Cytokines, interleukins, growth factors, hormones, and other proteins secreted by activated immune cells are key intercellular messengers—they propagate biological information that controls a broad range of functions, coordinating homeostasis.
However, for as important as they are, scientists still know very little about the range of such secreted proteins and their functions. To date, investigations into protein secretion have relied heavily on antibody-based methods, which, beyond being marred by specificity concerns and limited experimental scope, can be quite costly.
Researchers at the Max Planck Institute of Biochemistry have come up with a workaround. They’ve developed an approach to detect and quantify proteins released from immune cells upon receptor ligation using high-resolutions mass spectrometry (MS). The team describes its approach in a paper published online today in Science.
“One of the benefits of our tech is that we are very sensitive at the moment, so we can look at very rare subsets [of secreted proteins],” Max Planck’s Felix Meissner, study co-author, tells GEN.
In their paper, Meissner and his colleagues describe and report on the results of their experimental induction of the Toll-like receptor 4 (TLR4) secretome via lipopolysaccharide (LPS) delivery in both wild-type and MyD88 knockout mouse macrophages, as measured using this new quantitative MS-based approach. Upon LPS-stimulated TLR4 induction, the researchers were surprised to find a whopping 775 proteins released by the macrophages, less than half of which had known extracellular functions.
“Usually, people look at what is known from genetics and predictive research, like cytokines, because that’s what they expect,” Meissner says. However, in his team’s experience, “the known secreted proteins are only a small proportion of what in fact comes out of a cell upon stimulation,” he adds.
That, of course, leaves plenty of unknowns. What are these mystery proteins? How do they function?
“At the moment we don’t know which are relevant,” says Meissner.

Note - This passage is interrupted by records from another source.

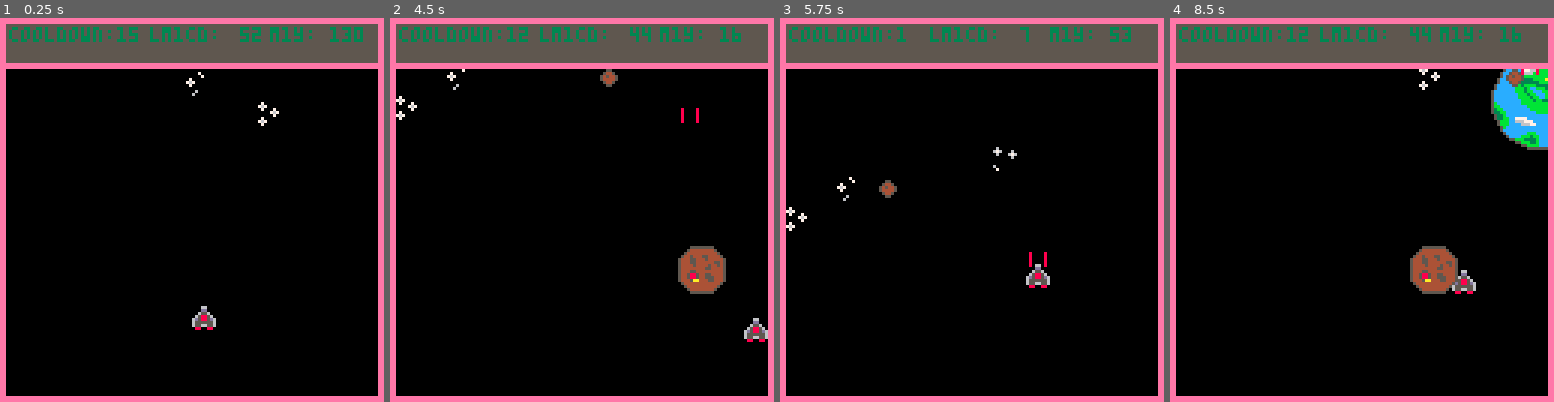
Above: before the commit, frames 1-4 (left to right).
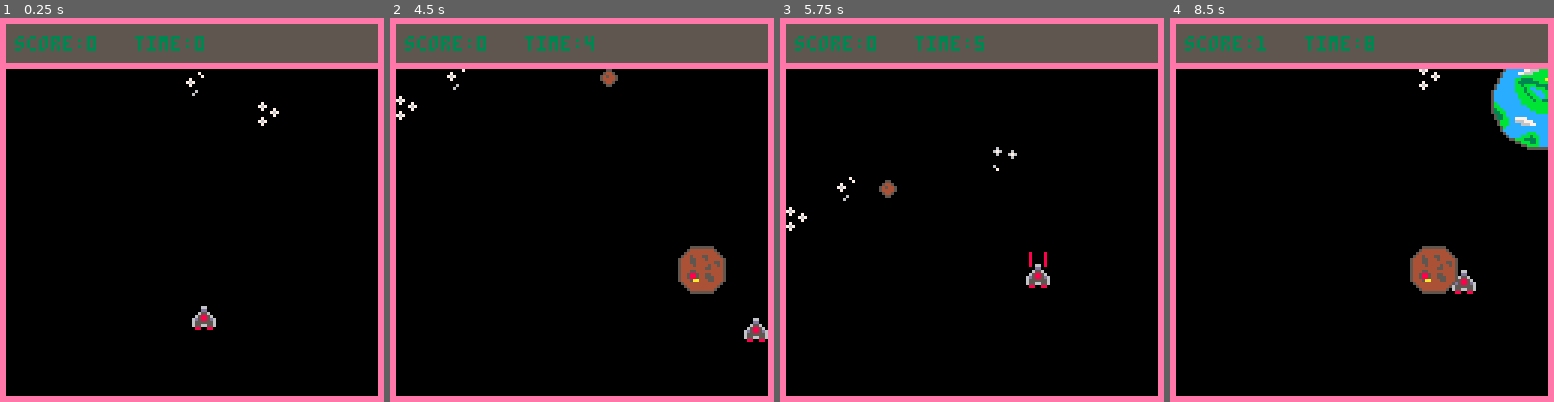
Above: after the commit, the same moments.

Repository: NeoTheSilent/Pico8_SpaceShooter
Game: PICO-8 cartridge spacerock.p8
Two runs of this game, one before a commit and one after it. Both use one fixed random seed, a clock stepped at 60 frames per second and the inputs below.
Inputs:
- Up to frame 1 (0.25 s): no input
- Up to frame 2 (4.5 s): tap O (Z key) at 0.7, 1.7, 2.1, 2.5, 2.9, 3.3, 3.7, 4.1 s; hold Right 1.6-2.1 s; hold Up 2.15-2.42 s; hold Right 2.47-3.03 s; hold Left 3.08-3.58 s; hold Down 3.63-3.97 s; hold Right from 4.02 s (still down)
- Up to frame 3 (5.75 s): tap O (Z key) every 0.4 s from 4.5 to 5.7 s; release Right at 4.68 s; hold Up 4.73-5.03 s; hold Left 5.08-5.68 s; hold Down from 5.73 s (still down)
- Up to frame 4 (8.5 s): release Down at 6.03 s; hold Right 6.08-6.58 s; tap O (Z key) every 0.4 s from 6.1 to 8.1 s; hold Right 6.63-7.13 s; hold Up 7.18-7.45 s; hold Right 7.5-8.07 s; hold Left from 8.12 s (still down)

The runs differ from the first frame. In frame 1, 1.8% of the frame differs, in the area x 2-95%, y 2-9%; in frame 2, 1.8%; in frame 3, 1.6%; in frame 4, 1.9%, in the area x 2-97%, y 2-18%.

Commit message:
Add files via upload
Updated to 0.3 | Added Score, Meteor Destruction Functionality, and a Timer. Larger Meteors will have more durability. Removed Debug text for player use. Future updates should include lives and more QoL.

Diff:
--- a/spacerock.p8
+++ b/spacerock.p8
@@ -10,9 +10,12 @@
 jeth=8
 jmp=2
 cldn=15
+score=0
+sec30=30
+second=0
 --fire information
-firex=13
-firey=13
+firex=0
+firey=130
 --star information
 s1x=12
 s1y=0
@@ -48,6 +51,7 @@
 lm1xdir=0.5
 lm1ydir=1
 lm1cd=60
+lm1dur=2
 
 function jet()
 
@@ -126,8 +130,7 @@
   end
 
  end
- --include functionality for
- --laser destroying meteor
+
 end
 
 function l_meteor()
@@ -146,8 +149,7 @@
   then lm1xdir*=-1
   end
  end
- --include functionality for
- --laser destroying meteor
+
 end
 
 function planet()
@@ -173,6 +175,12 @@
  l_meteor()
  planet()
 
+ if sec30>0
+ then sec30-=1
+ else sec30=30
+      second+=1
+ end
+
  --gun cooldown
  if cldn<15
  then cldn+=1
@@ -186,6 +194,7 @@
  --fire reseting
  if firey<3
  then firey=130
+      firex=0
  end
 
  --stars moving
@@ -222,6 +231,10 @@
  then lm1cd-=1
  end
 
+ if lm1cd<5
+ then lm1dur=2
+ end
+
  --spawning meteors
  if lm1y<130
  then
@@ -239,6 +252,41 @@
  then
   p1y+=p1ydir
  end
+
+ --laser functionality
+
+ if ((abs(firex-m1x)<5) and (abs(firey-m1y)<5))
+ then
+  --reset small meteors
+  --"destroying meteor"
+  m1x=130
+  m1y=130
+  --"destroying laser"
+  firex=0
+  firey=130
+  --score
+  score+=1
+ end
+
+ if ((abs(firex-(lm1x+2))<8)
+ and (abs(firey-(lm1y+8))<8))
+ then
+ --damage meteor
+ lm1dur-=1
+ firex=0
+ firey=130
+ if (lm1dur==0)
+ then
+  --reset large meteor
+  --"destroying meteor"
+  lm1dur=2
+  lm1x=130
+  lm1y=130
+  --score
+  score+=2
+  end
+ end
+
 end
 
 function _draw()
@@ -292,14 +340,21 @@
  rectfill(128,0,126,126,14)
  rectfill(0,126,128,128,14)
 
- --information for player
-	print("cooldown: ",3,3,3)
-	print(cldn,39,3,3)
-
-	print("lm1cd: ",50,3,3)
-	print(lm1cd,80,3,3)
-	print("m1y: ",90,3,3)
-	print(m1y,110,3,3)
+ --debug (comment out)
+
+ --	print("cooldown: ",3,3,3)
+	--print(cldn,39,3,3)
+
+	--print("lm1cd: ",50,3,3)
+	--print(lm1cd,80,3,3)
+	--print("score: ",90,3,3)
+	--print(score,120,3,3)
+
+	print("score: ",5,6,3)
+	print(score,29,6,3)
+
+	print("time: ",45,6,3)
+	print(second,65,6,3)
 
 end
 __gfx__
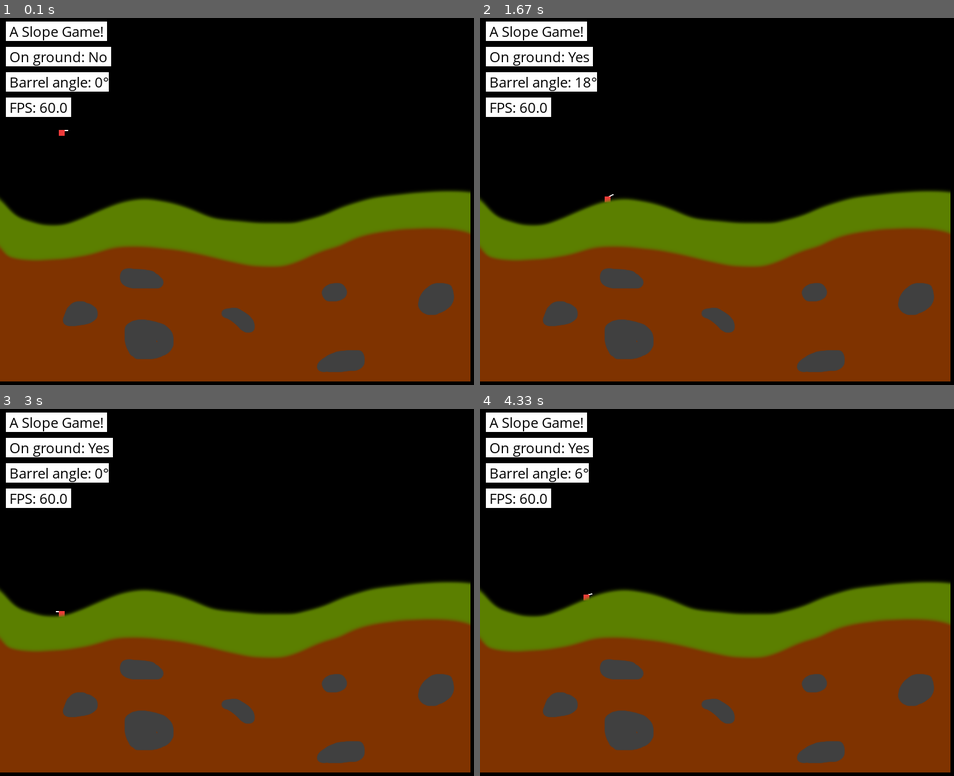
Above: before the commit, frames 1-4 (two rows, left to right).
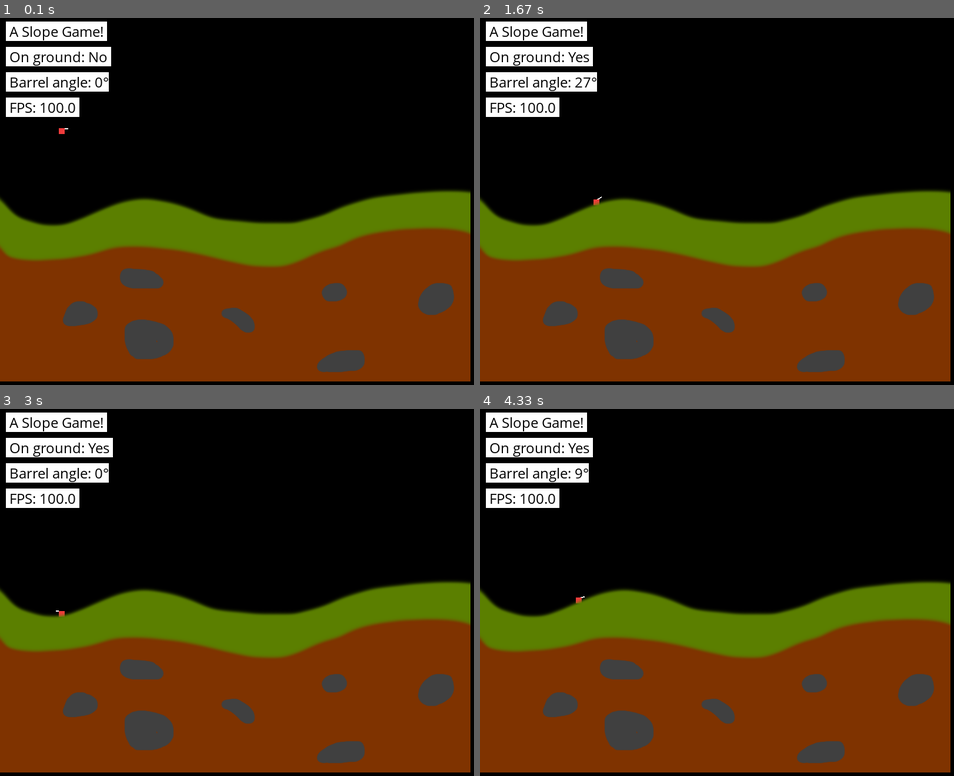
Above: after the commit, the same moments.

Repository: Spacha/Tanks
Game: pygame game, started from tanks.py
Two runs of this game, one before a commit and one after it. Both use one fixed random seed, a clock stepped at 60 frames per second and the inputs below.
Inputs (mouse positions are in pixels of both pictures, inside the frame that each line leads up to):
- Up to frame 1 (0.1 s): no input
- Up to frame 2 (1.67 s): hold Right 0.33-0.8 s; move the mouse to (726, 249) at 0.37 s; hold Up 0.83-1.13 s; hold Right 1.17-1.63 s
- Up to frame 3 (3 s): hold Left 1.67-2.2 s; hold Down 2.23-2.53 s; hold Left 2.57-2.97 s
- Up to frame 4 (4.33 s): hold Up 3-3.37 s; hold Right 3.4-4.03 s; hold Down from 4.07 s (still down)

The runs differ from the first frame. In frame 1, 0.2% of the frame differs, in the area x 8-17%, y 21-33%; in frame 2, 0.3%, in the area x 8-29%, y 16-52%; in frame 3, 0.2%; in frame 4, 0.2%.

Commit message:
FPS independent physics

Diff:
--- a/GameEngine/Core.py
+++ b/GameEngine/Core.py
@@ -80,7 +80,7 @@
     def __init__(self, scr_size, fps):
         self.scr_size = scr_size
         self.fps = fps
-        self.gravity = 0.3
+        self.gravity = 4.0
 
         # Init pygame
         pg.init()
@@ -162,7 +162,7 @@
             This is called once per frame. Takes care of updating the simple "physics".
         """
         for obj in self.objects:
-            obj.update() # start by calculating the new position
+            obj.update(self.last_loop_time) # start by calculating the new position
 
             # check ground collisions (you could check other collisions here, too)
             if not obj.static:
@@ -295,8 +295,8 @@
 """
 class GameObject():
     def __init__(self, label, static=False):
-        self.position = Vector(0, 0)
-        self.velocity = Vector(0, 0)
+        self.position = Vector(0.0, 0.0)
+        self.velocity = Vector(0.0, 0.0)
         self.label = label
         self.static = static
 
@@ -306,14 +306,16 @@
         self.on_ground = False
         self.debug = False
 
-    def update(self):
+    def update(self, delta):
         """
             The game calls this method. This takes care of updating
             all the game-object-specific physics.
+            Last frame time is given in @delta and must
+            be used in physics calculations.
         """
         if not self.static:
-            self.position.x = round(self.position.x + self.velocity.x)
-            self.position.y = round(self.position.y + self.velocity.y)
+            self.position.x = self.position.x + self.velocity.x * delta
+            self.position.y = self.position.y + self.velocity.y * delta
 
     def bottom(self):
         """
--- a/tanks.py
+++ b/tanks.py
@@ -34,10 +34,10 @@
         self.max_barrel_angle    = radians(85)
         self.barrel_angle        = radians(0)
         self.barrel_movement     = 0
-        self.max_barrel_movement = radians(1) # 1 deg per frame
-
-        self.max_velocity = 2.5
-        self.jump_strength = 5.0
+        self.max_barrel_movement = radians(90) # 1 deg per frame
+
+        self.max_velocity = 100.0
+        self.jump_strength = 150.0
 
         self.height = height
         self.width = width
@@ -71,9 +71,9 @@
         """
         return pg.Rect(self.position.x, self.position.y, self.width, self.height)
 
-    def update(self):
-        super().update()
-        self.barrel_angle += self.barrel_movement
+    def update(self, delta):
+        super().update(delta)
+        self.barrel_angle += self.barrel_movement * delta
 
         # limit movement
         if self.barrel_angle < self.min_barrel_angle:
@@ -140,7 +140,7 @@
                 2. The corresponding height value is available in the height map
                    that is generated during startup.
         """
-        x_idx = x - self.position.x
+        x_idx = round(x - self.position.x)
 
         # object is outside the slope, cannot collide
         if x_idx < 0 or x_idx > (len(self.height_map) - 1):
@@ -190,7 +190,7 @@
 # -------------------------------
 #         INIT THE GAME
 # -------------------------------
-FPS = 60.0
+FPS = 100.0
 SCR_SIZE = (900, 750)
 
 game = Tanks(SCR_SIZE, FPS)
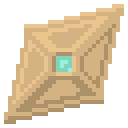
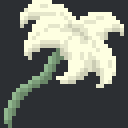
Comparing the layer stacks of the two 128 x 128 images. Changes:
painted on "Background copy" over [4, 0, 124, 128]
showed "Background" over [0, 0, 128, 128]

While the team is currently working with murine models, Meissner says this approach could also be applied to studies on human cells. Going forward, “we are interested in finding novel factors that are released in real infection settings,” he adds.
“We hope some of the proteins we find to be released in this and other settings might have modulatory functions and might be used as a key target during infections,” Meissner says, noting, of course, that such discovery work will require biological follow-up.